In exploring the recipe dataset, I decided to have some fun with Word2vec, an algorithm originally created by Google. For the layperson, this algorithm works by looking at the context in which a given word appears and learns vectors to represent words such that words that appear in similar context have similar vectors. On the recipe dataset, this means that, for example, the vectors for vodka and cognac are very close together, wheat and rye are very close, chocolate and butterscotch are very close together, etc.
What’s really neat about this, though, is that it enables us to do some very interesting things. One of the properties of the vectors created is the ability to perform vector arithmetic, adding and subtracting these semantic vectors to create word analogies. Here are a few examples: (read a – b + c = d as “b is to a as c is to d”)
pie – pizza + calzone = blintz
That makes sense! Never would have thought of that to be honest.
banana – plantain + apple = blueberry
I guess an apple is just a big blueberry. Who knew
candy – marshmallow + coffee = espresso
I guess that makes sense. Weird though.
fish – tuna + chocolate = candy
Ok, tuna is a type of fish, chocolate is a type of candy. I guess I’ll let that one slide.
coffee – tea + lemon = orange
tea – coffee + lemon = lime
That’s interesting. It seems to think coffee is sweeter than tea.

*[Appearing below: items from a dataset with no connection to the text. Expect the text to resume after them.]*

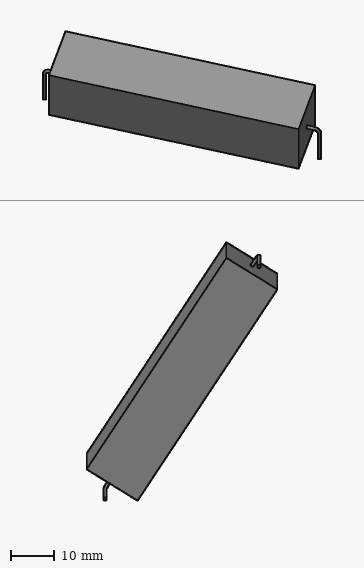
import cadquery as cq

body_length = 60.0
body_width = 14.0
body_height = 14.0

lead_diameter = 0.8
lead_pitch = 66.04
lead_exit_height = body_height / 2
lead_drop = 3.0
bend_radius = 1.2
lead_embed = 1.0


def make_body():
    return cq.Workplane("XY").box(
        body_length, body_width, body_height, centered=(True, True, False)
    )


def make_right_lead():
    """Wire leaving the +X end face horizontally, then bending down."""
    start_x = body_length / 2 - lead_embed
    drop_x = lead_pitch / 2
    center_line = (
        cq.Workplane("XZ")
        .moveTo(start_x, lead_exit_height)
        .lineTo(drop_x - bend_radius, lead_exit_height)
        .tangentArcPoint((drop_x, lead_exit_height - bend_radius), relative=False)
        .lineTo(drop_x, -lead_drop)
    )
    return (
        cq.Workplane("YZ", origin=(start_x, 0, lead_exit_height))
        .circle(lead_diameter / 2)
        .sweep(center_line)
    )


right_lead = make_right_lead()
left_lead = right_lead.mirror("YZ")

result = make_body().union(right_lead).union(left_lead)
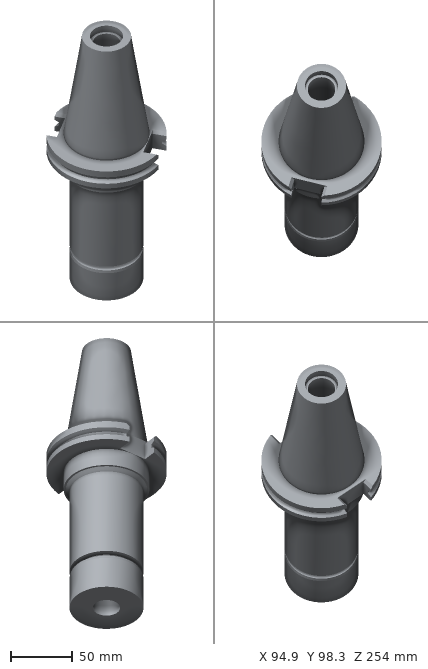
import cadquery as cq

TOTAL_HEIGHT = 254.0

BODY_DIAMETER = 60.5
BODY_RADIUS = BODY_DIAMETER / 2
NOSE_HEIGHT = 31.2
NOSE_CHAMFER_HEIGHT = 2.5
NOSE_CHAMFER_WIDTH = 0.5
NECK_RADIUS = 25.0
NECK_HEIGHT = 4.3
SHANK_BOTTOM = NOSE_HEIGHT + NECK_HEIGHT

COLLAR_RADIUS = 35.0
COLLAR_BOTTOM = 117.5
STEP_CONE_SIZE = 3.0

FLANGE_RADIUS = 98.3 / 2
FLANGE_BOTTOM = 133.5
FLANGE_HEIGHT = 17.8
FLANGE_TOP = FLANGE_BOTTOM + FLANGE_HEIGHT
GROOVE_FLOOR_RADIUS = 45.5
GROOVE_BOTTOM = FLANGE_BOTTOM + 4.8
GROOVE_TOP = FLANGE_TOP - 6.0
GROOVE_SIDE_HEIGHT = 1.8

TAPER_BOTTOM = FLANGE_TOP + 1.5
TAPER_TOP_RADIUS = 20.0

SLOT_WIDTH = 25.5
SLOT_CHAMFER = 2.5
SLOT_FLOOR_LEFT = 37.8
SLOT_FLOOR_RIGHT = 35.3

PLUG_DIAMETER = 10.0
PLUG_LENGTH = 5.0
PLUG_DROP = 0.8
PLUG_AXIS_HEIGHT = FLANGE_BOTTOM + FLANGE_HEIGHT / 2 - PLUG_DROP

BORE_RADIUS = 11.2
COUNTERBORE_RADIUS = 13.5
COUNTERBORE_DEPTH = 6.5


def revolve_profile(points):
    """Revolve a closed (radius, z) outline about the Z axis."""
    return cq.Workplane("XZ").polyline(points).close().revolve(360, (0, 0, 0), (0, 1, 0))


def drive_slot(side, floor):
    """Cutter for one drive slot; side is -1 for -X and +1 for +X."""
    half = SLOT_WIDTH / 2
    length = FLANGE_RADIUS - floor
    outline = [
        (-half, FLANGE_BOTTOM),
        (half, FLANGE_BOTTOM),
        (half, FLANGE_TOP - SLOT_CHAMFER),
        (half + SLOT_CHAMFER, FLANGE_TOP),
        (-half - SLOT_CHAMFER, FLANGE_TOP),
        (-half, FLANGE_TOP - SLOT_CHAMFER),
    ]
    plane = cq.Workplane("YZ", origin=(side * floor, 0, 0))
    return plane.polyline(outline).close().extrude(side * length)


def make_plug():
    """Round plug, also the shape of its recess in the holder."""
    plane = cq.Workplane("YZ", origin=(-SLOT_FLOOR_LEFT, 0, PLUG_AXIS_HEIGHT))
    return plane.circle(PLUG_DIAMETER / 2).extrude(PLUG_LENGTH)


def make_holder():
    """Tool holder: nose, neck, shank, collar, grooved flange and taper around a stepped bore."""
    counterbore_floor = TOTAL_HEIGHT - COUNTERBORE_DEPTH
    body = revolve_profile([
        (BORE_RADIUS, 0),
        (BODY_RADIUS, 0),
        (BODY_RADIUS, NOSE_HEIGHT - NOSE_CHAMFER_HEIGHT),
        (BODY_RADIUS - NOSE_CHAMFER_WIDTH, NOSE_HEIGHT),
        (NECK_RADIUS, NOSE_HEIGHT),
        (NECK_RADIUS, SHANK_BOTTOM),
        (BODY_RADIUS, SHANK_BOTTOM),
        (BODY_RADIUS, COLLAR_BOTTOM - STEP_CONE_SIZE),
        (BODY_RADIUS + STEP_CONE_SIZE, COLLAR_BOTTOM),
        (COLLAR_RADIUS, COLLAR_BOTTOM),
        (COLLAR_RADIUS, FLANGE_BOTTOM),
        (FLANGE_RADIUS, FLANGE_BOTTOM),
        (FLANGE_RADIUS, GROOVE_BOTTOM),
        (GROOVE_FLOOR_RADIUS, GROOVE_BOTTOM + GROOVE_SIDE_HEIGHT),
        (GROOVE_FLOOR_RADIUS, GROOVE_TOP - GROOVE_SIDE_HEIGHT),
        (FLANGE_RADIUS, GROOVE_TOP),
        (FLANGE_RADIUS, FLANGE_TOP),
        (COLLAR_RADIUS, FLANGE_TOP),
        (COLLAR_RADIUS, TAPER_BOTTOM),
        (TAPER_TOP_RADIUS, TOTAL_HEIGHT),
        (COUNTERBORE_RADIUS, TOTAL_HEIGHT),
        (COUNTERBORE_RADIUS, counterbore_floor),
        (BORE_RADIUS, counterbore_floor),
    ])
    for side, floor in ((-1, SLOT_FLOOR_LEFT), (1, SLOT_FLOOR_RIGHT)):
        body = body.cut(drive_slot(side, floor))
    return body.cut(make_plug())


holder = make_holder()
plug = make_plug()

result = cq.Compound.makeCompound([holder.val(), plug.val()])

coffee – knife + spoon = expresso
Interesting. In addition to the marshmallow of candy, it’s also the spoon of cutlery.
rasin – grape + fish = offal
Wow, ok, I guess it doesn’t like rasins.
brie – cheese + candy = meringues (closely followed by “fondant”)
Makes sense. Fancy, soft, light.
ribbon – bar + dome = tented
Let’s try the classic word2vec analogy:
king – man + woman = bruce
What. The next closest option is “retired.”
I’m going to continue experimenting with this. I’ve also been getting some really good results with the chef-rnn, so I’ll get back to you with more of that soonish as well.